● How to complete this task
Output the material exactly, with every line intact.

****************

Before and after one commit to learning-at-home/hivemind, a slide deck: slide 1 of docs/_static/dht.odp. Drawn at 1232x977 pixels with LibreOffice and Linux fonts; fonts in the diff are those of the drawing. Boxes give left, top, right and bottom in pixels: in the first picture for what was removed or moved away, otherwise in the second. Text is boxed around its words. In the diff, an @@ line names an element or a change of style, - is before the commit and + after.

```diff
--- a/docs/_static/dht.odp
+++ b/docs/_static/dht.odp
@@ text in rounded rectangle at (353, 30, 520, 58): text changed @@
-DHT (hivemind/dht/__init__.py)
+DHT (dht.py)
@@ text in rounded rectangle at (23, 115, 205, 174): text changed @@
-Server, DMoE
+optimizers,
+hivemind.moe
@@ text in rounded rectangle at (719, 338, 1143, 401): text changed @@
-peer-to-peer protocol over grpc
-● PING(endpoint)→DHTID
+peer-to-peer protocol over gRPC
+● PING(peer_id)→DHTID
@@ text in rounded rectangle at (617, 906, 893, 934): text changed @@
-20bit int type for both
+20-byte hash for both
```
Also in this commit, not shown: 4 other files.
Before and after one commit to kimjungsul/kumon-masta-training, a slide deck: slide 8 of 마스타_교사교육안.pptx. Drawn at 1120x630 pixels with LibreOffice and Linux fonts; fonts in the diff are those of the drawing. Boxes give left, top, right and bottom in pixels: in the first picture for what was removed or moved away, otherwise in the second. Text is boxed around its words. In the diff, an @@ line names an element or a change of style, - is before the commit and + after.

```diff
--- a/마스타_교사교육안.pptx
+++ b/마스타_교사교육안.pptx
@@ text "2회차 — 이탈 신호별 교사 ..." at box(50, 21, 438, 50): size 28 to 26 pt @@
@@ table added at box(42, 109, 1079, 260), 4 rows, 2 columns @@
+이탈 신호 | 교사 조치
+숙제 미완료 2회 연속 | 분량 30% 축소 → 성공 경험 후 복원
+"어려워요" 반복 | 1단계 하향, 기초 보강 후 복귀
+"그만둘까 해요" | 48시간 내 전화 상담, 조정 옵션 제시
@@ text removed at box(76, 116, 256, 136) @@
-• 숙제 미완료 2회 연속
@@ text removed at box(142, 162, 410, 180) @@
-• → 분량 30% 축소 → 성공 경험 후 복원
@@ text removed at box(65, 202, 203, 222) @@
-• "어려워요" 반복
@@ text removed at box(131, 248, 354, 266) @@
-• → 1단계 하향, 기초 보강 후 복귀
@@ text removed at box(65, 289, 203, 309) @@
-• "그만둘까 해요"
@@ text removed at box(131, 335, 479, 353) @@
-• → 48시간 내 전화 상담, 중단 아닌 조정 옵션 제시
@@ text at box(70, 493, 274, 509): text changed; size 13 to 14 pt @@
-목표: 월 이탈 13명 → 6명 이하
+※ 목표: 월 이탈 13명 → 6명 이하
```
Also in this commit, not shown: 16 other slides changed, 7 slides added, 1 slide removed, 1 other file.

****************

● Result for this exercise
Before and after one commit to learning-at-home/hivemind, a slide deck: slide 1 of docs/_static/dht.odp. Drawn at 1232x977 pixels with LibreOffice and Linux fonts; fonts in the diff are those of the drawing. Boxes give left, top, right and bottom in pixels: in the first picture for what was removed or moved away, otherwise in the second. Text is boxed around its words. In the diff, an @@ line names an element or a change of style, - is before the commit and + after.

```diff
--- a/docs/_static/dht.odp
+++ b/docs/_static/dht.odp
@@ text in rounded rectangle at (353, 30, 520, 58): text changed @@
-DHT (hivemind/dht/__init__.py)
+DHT (dht.py)
@@ text in rounded rectangle at (23, 115, 205, 174): text changed @@
-Server, DMoE
+optimizers,
+hivemind.moe
@@ text in rounded rectangle at (719, 338, 1143, 401): text changed @@
-peer-to-peer protocol over grpc
-● PING(endpoint)→DHTID
+peer-to-peer protocol over gRPC
+● PING(peer_id)→DHTID
@@ text in rounded rectangle at (617, 906, 893, 934): text changed @@
-20bit int type for both
+20-byte hash for both
```
Also in this commit, not shown: 4 other files.
Before and after one commit to kimjungsul/kumon-masta-training, a slide deck: slide 8 of 마스타_교사교육안.pptx. Drawn at 1120x630 pixels with LibreOffice and Linux fonts; fonts in the diff are those of the drawing. Boxes give left, top, right and bottom in pixels: in the first picture for what was removed or moved away, otherwise in the second. Text is boxed around its words. In the diff, an @@ line names an element or a change of style, - is before the commit and + after.

```diff
--- a/마스타_교사교육안.pptx
+++ b/마스타_교사교육안.pptx
@@ text "2회차 — 이탈 신호별 교사 ..." at box(50, 21, 438, 50): size 28 to 26 pt @@
@@ table added at box(42, 109, 1079, 260), 4 rows, 2 columns @@
+이탈 신호 | 교사 조치
+숙제 미완료 2회 연속 | 분량 30% 축소 → 성공 경험 후 복원
+"어려워요" 반복 | 1단계 하향, 기초 보강 후 복귀
+"그만둘까 해요" | 48시간 내 전화 상담, 조정 옵션 제시
@@ text removed at box(76, 116, 256, 136) @@
-• 숙제 미완료 2회 연속
@@ text removed at box(142, 162, 410, 180) @@
-• → 분량 30% 축소 → 성공 경험 후 복원
@@ text removed at box(65, 202, 203, 222) @@
-• "어려워요" 반복
@@ text removed at box(131, 248, 354, 266) @@
-• → 1단계 하향, 기초 보강 후 복귀
@@ text removed at box(65, 289, 203, 309) @@
-• "그만둘까 해요"
@@ text removed at box(131, 335, 479, 353) @@
-• → 48시간 내 전화 상담, 중단 아닌 조정 옵션 제시
@@ text at box(70, 493, 274, 509): text changed; size 13 to 14 pt @@
-목표: 월 이탈 13명 → 6명 이하
+※ 목표: 월 이탈 13명 → 6명 이하
```
Also in this commit, not shown: 16 other slides changed, 7 slides added, 1 slide removed, 1 other file.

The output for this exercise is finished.